Code Structure
This page summarizes the SLAM-MER architecture following Section 3 of
Revisiting Monocular SLAM with Spatio-Temporal Scene Modeling.
SLAM-MER Pipeline
The figure below illustrates the pipeline:
Pipeline figure from Section 3 (Figure 2) of
Revisiting Monocular SLAM with Spatio-Temporal Scene Modeling.
The system is organized around:
A map representation
A covisibility graph
A localization front end, a covisibility-graph back end, and optional loop detection
Map Representation
Given an input stream of monocular frames, the map is built online as:
K: keyframesP^w: 3D map-points in world coordinatesC: 3D cells grouping map-points spatially
Each keyframe stores:
A camera pose, with optional Sim(3)-style scale handling in graph optimization
2D keypoints and descriptors
Local 3D points (from depth inference when a keyframe is created)
Each map-point stores:
A 3D world position
Descriptors from observing keyframes
Observation relations with keyframes
The 3D cells support efficient spatial queries by grouping nearby map-points.
Covisibility Graph
The covisibility graph contains nodes and constraints over keyframes and map-points:
Keyframe-keyframe edges: relative-pose constraints
Keyframe-point edges: 3D-2D projection and 3D-3D local-to-world distance constraints
This graph is the core structure used by the optimization back-end.
Pipeline Workflow
The localization front end runs for each incoming frame. Keyframe creation can run asynchronously for monocular frames, while the covisibility graph runs background edge-insertion and optimization threads. When visual place localization is enabled, loop detection also runs in a background thread.
Localization Module
For each incoming frame:
Extract 2D keypoints and descriptors.
Query map-points (temporal + spatial).
Build 3D-2D correspondences.
Estimate absolute pose.
Decide whether to create a new keyframe.
When a keyframe is created, local 3D points from RGB-D input or depth inference are added to the map and corresponding graph constraints are inserted.
For monocular input, depth inference is requested during keyframe creation, not for every frame. The current implementation gathers the current image plus a small set of recent frames or keyframes for the depth-inference call.
Adjustment Module
The adjustment module consumes queued observation and odometry edges and
incrementally optimizes keyframe poses and map-point positions using a
factor-graph back end (ISAM2/GTSAM).
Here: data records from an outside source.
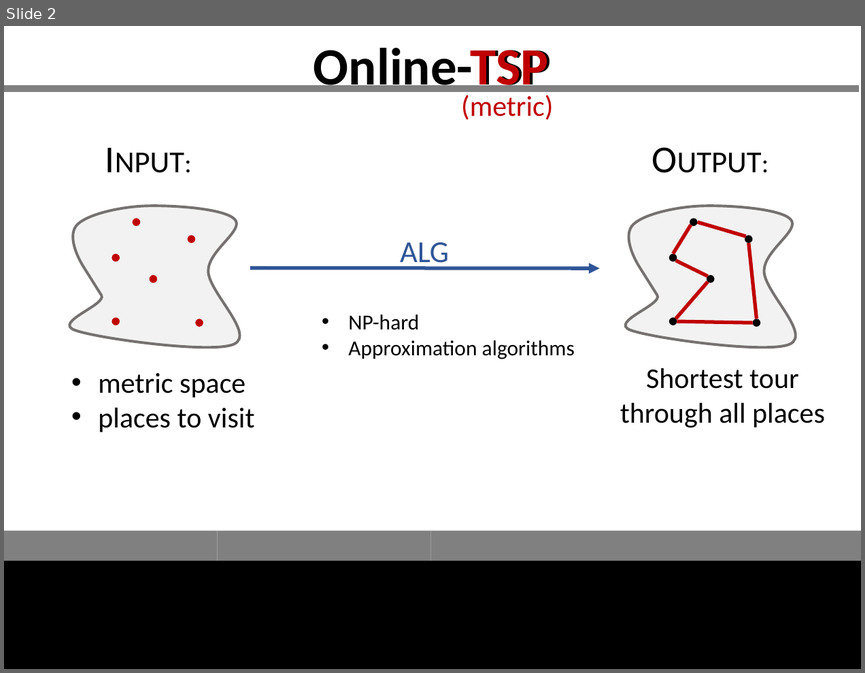
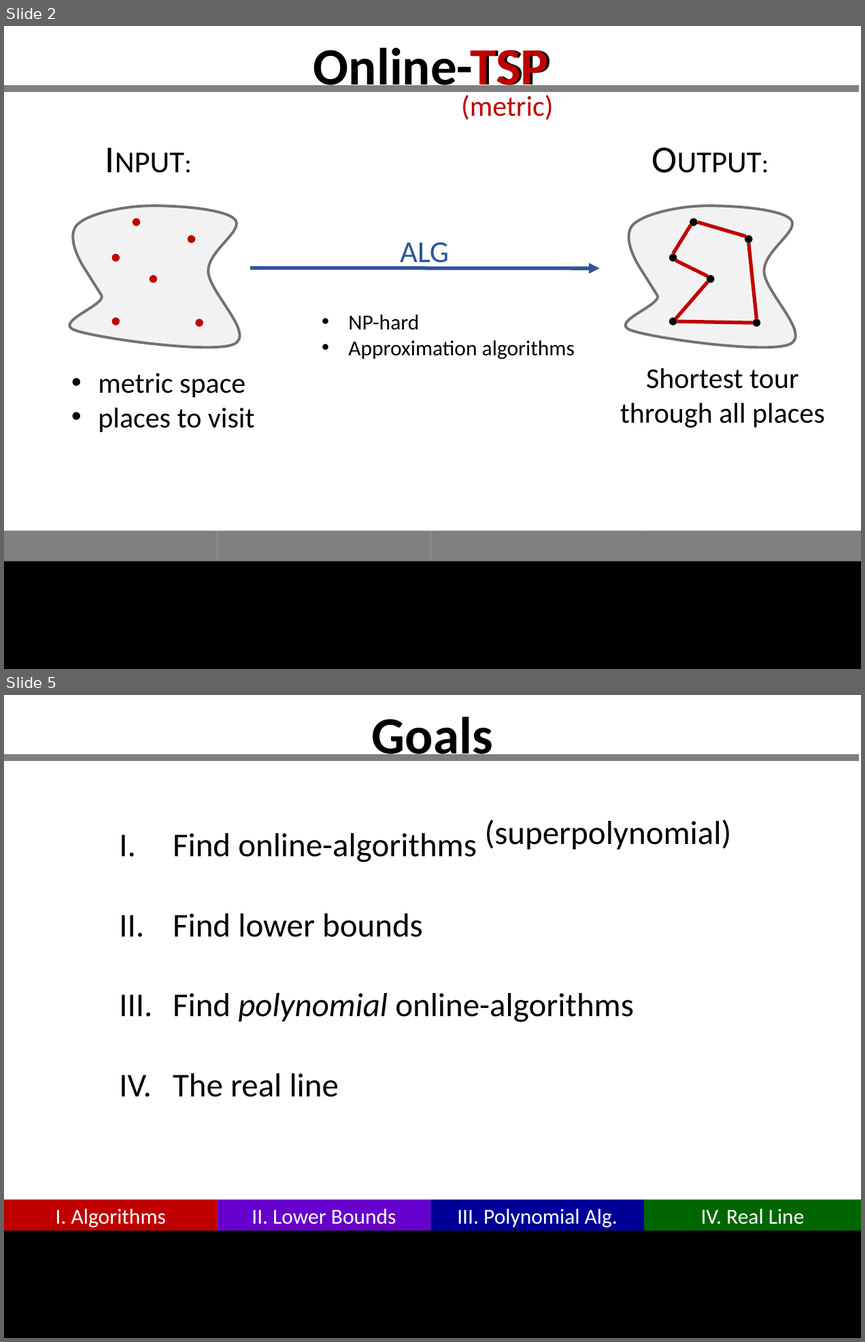
Before and after one commit to GraffL/talk-online-tsp, a slide deck: Präsentation43.pptx. Shown one above the other, each under a label of ours: slide 2 before the commit, slides 2 and 5 after it; the slides between them are not shown. The pictures are 865x673 and 865x1342 pixels, drawn with LibreOffice and Linux fonts; fonts in the diff are those of the drawing. Boxes give left, top, right and bottom in pixels: in the first picture for what was removed or moved away, otherwise in the second. Text is boxed around its words. In the diff, an @@ line names an element or a change of style, - is before the commit and + after.

```diff
--- a/Präsentation43.pptx
+++ b/Präsentation43.pptx
@@ slide 5 added at <box>4,695,861,1338</box>, background #FFFFFF; not listed: 6 template elements that a slide beside it also shows @@
@@ title added at <box>372,717,493,761</box>, 44 pt, text #000000, bold @@
+Goals
@@ text added at <box>173,833,634,1097</box>, 28 pt, text #000000 @@
+I. Find online-algorithms
+II. Find lower bounds
+III. Find polynomial online-algorithms
+IV. The real line
@@ text added at <box>485,819,732,849</box>, 28 pt, text #000000 @@
+(superpolynomial)
@@ rectangle added at <box>4,1200,218,1231</box>, fill #C00000, 18 pt, text #FFFFFF @@
+I. Algorithms
@@ rectangle added at <box>218,1200,430,1231</box>, fill #6600CC, 18 pt, text #FFFFFF @@
+II. Lower Bounds
@@ rectangle added at <box>430,1200,644,1231</box>, fill #000099, 18 pt, text #FFFFFF @@
+III. Polynomial Alg.
@@ rectangle added at <box>644,1200,861,1231</box>, fill #006600, 18 pt, text #FFFFFF @@
+IV. Real Line
```
Also in this commit, not shown: 3 slides changed, 12 other slides added, 1 slide removed.
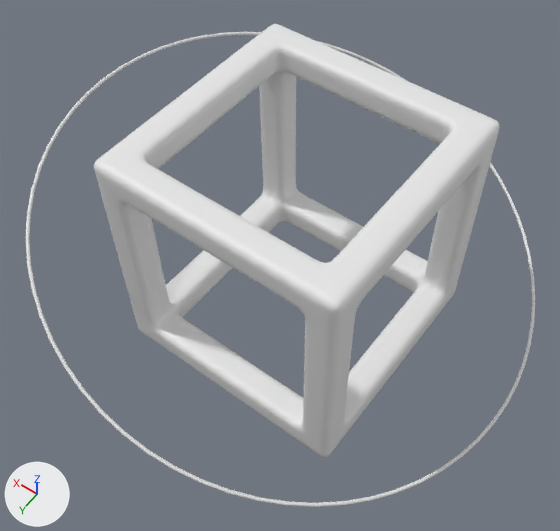
Two versions of the glTF model public/glb/Info.glb, one commit apart.
Camera for both pictures: a 50 mm camera at (-1.6, 2.43, -0.05) aimed at (0.02, 0.17, -3.6). Arrows for +X, +Y and +Z are at lower left; the lights stay in place.
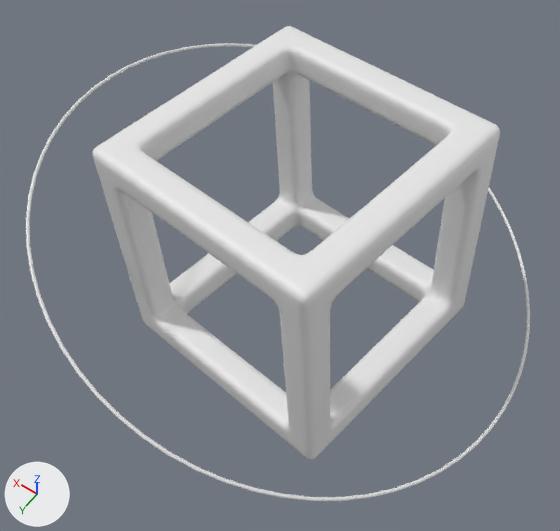
Pixel boxes [x1, y1, x2, y2] of what changed, in the pictures (560 x 531 px):
'Cube', turned
    before: [94, 24, 500, 457]
    after: [92, 26, 500, 460]
'Torus', turned
    before: [26, 32, 535, 507]
    after: [26, 43, 530, 501]

The change in detail:
Object 'Cube' (ob_cube) turns from (-0.1, 89, 178) to (-0.4, 86, 172) degrees about x, y and z.
Object 'Torus' (ob_torus) turns from (179, -19, 0.3) to (-174, -18, -1.7) degrees about x, y and z.
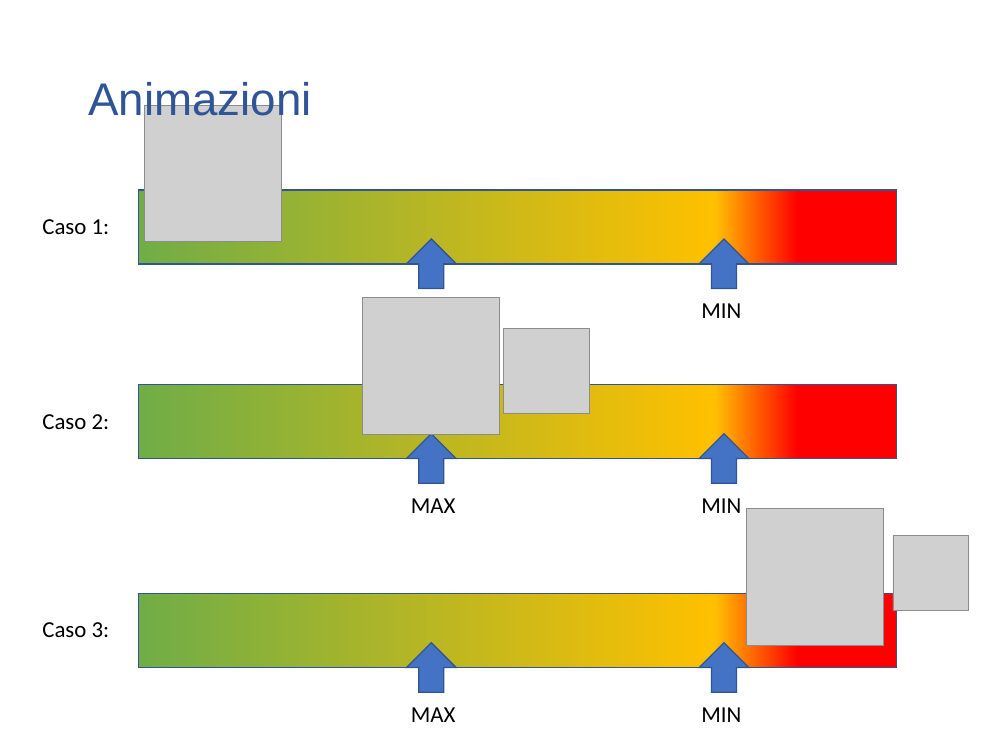
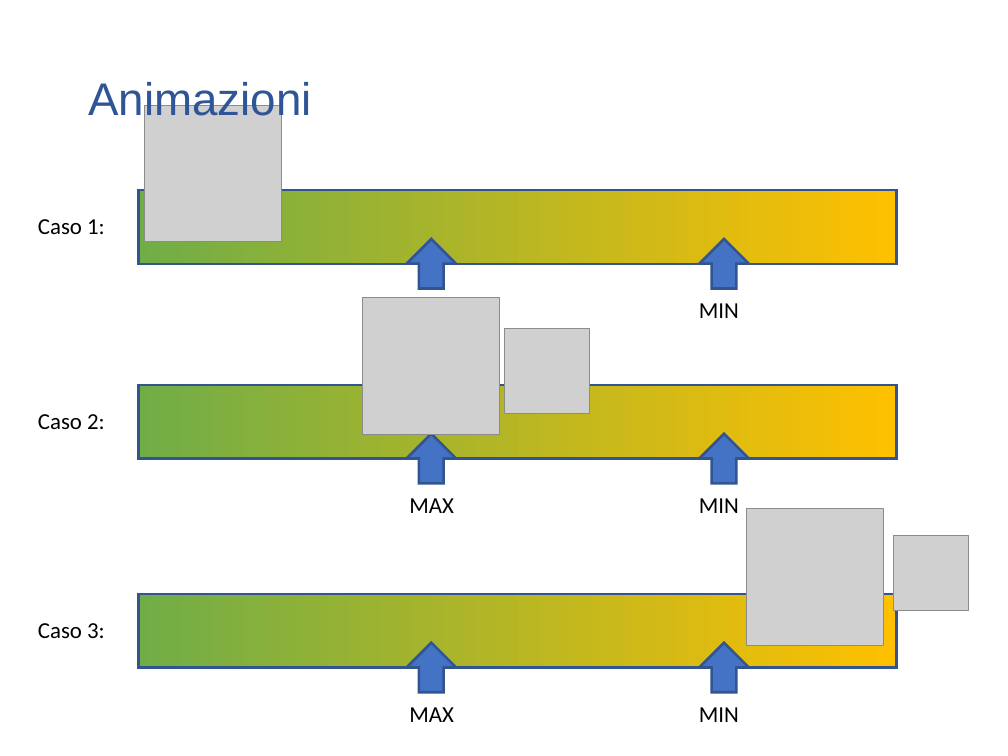
Before and after one commit to ivochan/ArduCARino, a slide deck: slide 3 of presentation/PresentazioneProgettoTecnologie_powerpoint.pptx. Drawn at 1008x756 pixels with LibreOffice and Linux fonts; fonts in the diff are those of the drawing; grey boxes stand for pictures; background and template pictures are left out. Boxes give left, top, right and bottom in pixels: in the first picture for what was removed or moved away, otherwise in the second. Text is boxed around its words. In the diff, an @@ line names an element or a change of style, - is before the commit and + after.

```diff
--- a/presentation/PresentazioneProgettoTecnologie_powerpoint.pptx
+++ b/presentation/PresentazioneProgettoTecnologie_powerpoint.pptx
@@ text "Caso 1:": place and size @@
-text "Caso 1:" at [42,219,110,234]
+text "Caso 1:" at [38,219,105,234]
@@ text "Caso 2:": place and size @@
-text "Caso 2:" at [42,414,110,429]
+text "Caso 2:" at [38,414,105,429]
@@ fill gradient #FF0000 to #FFC000 to #70AD47 to gradient #FFC000 to #70AD47; outline #325491 1 pt to #325490 2 pt in 3 elements at [139,190,897,264], [139,385,897,459], [139,594,897,668] @@
@@ text "Caso 3:": place and size @@
-text "Caso 3:" at [42,622,110,637]
+text "Caso 3:" at [38,623,105,638]
@@ outline #325491 1 pt to #325490 2 pt; proportions changed in 6 elements at [407,239,456,288], [700,239,749,288], [407,434,456,483], [700,434,749,483], [407,643,456,692], [700,643,749,692] @@
```
Also in this commit, not shown: 6 other slides changed, 4 other files.

In SLAM and SLAM_WITHOUT_LOOP
modes, a background optimization thread updates the map from the graph.
Loop closure constraints are also fused through this same graph update flow.
Modular Design
The pipeline is modular by construction:
2D feature extractors and descriptors can be replaced
Depth inference models can be replaced
Image retrieval methods can be replaced
The same workflow can be adapted to RGB-D inputs
Query Map-points
SLAM-MER queries map-points using two complementary strategies:
Temporal query (
Q_T): map-points linked to keyframes associated with the last localized frames in the bufferSpatial query (
Q_S): map-points from closest visible 3D cells to the current camera pose
The final query set is:
Q_3D = Q_T union Q_S
Descriptors from Q_3D are matched against current frame descriptors to
obtain robust 3D-2D correspondences.
Pose Estimation
Pose estimation is performed from 3D-2D correspondences with robust outlier rejection (RANSAC). During early frames, focal length is estimated jointly with pose; after stabilization, the focal value is fixed from the running estimate to speed up processing.
Keyframe Creation
A new keyframe is created when one or more of the following criteria is met:
Too few tracked points after pose estimation
Poor spatial spread of tracked/inlier keypoints in the image
Significant change in tracked-map-point distribution across keyframes after the configured minimum spacing between keyframes
The third criterion is measured by comparing consecutive histograms of tracked points over keyframes (KL-divergence), helping trigger keyframes when loops are being formed.
Loop Closure
Loop closure has two stages:
Loop detection retrieves candidate keyframes with image-level descriptors and validates candidates geometrically with pose estimation
Map fusion adds loop constraints to the graph and merges duplicated map-points when correspondences indicate the same scene structure
No special standalone optimization stage is required; the continuous graph adjustment thread handles the update.
Relocalization
When localization fails for buffered frames (for example, after long occlusion or kidnapping), relocalization is triggered:
Compute image-level descriptor for the current frame.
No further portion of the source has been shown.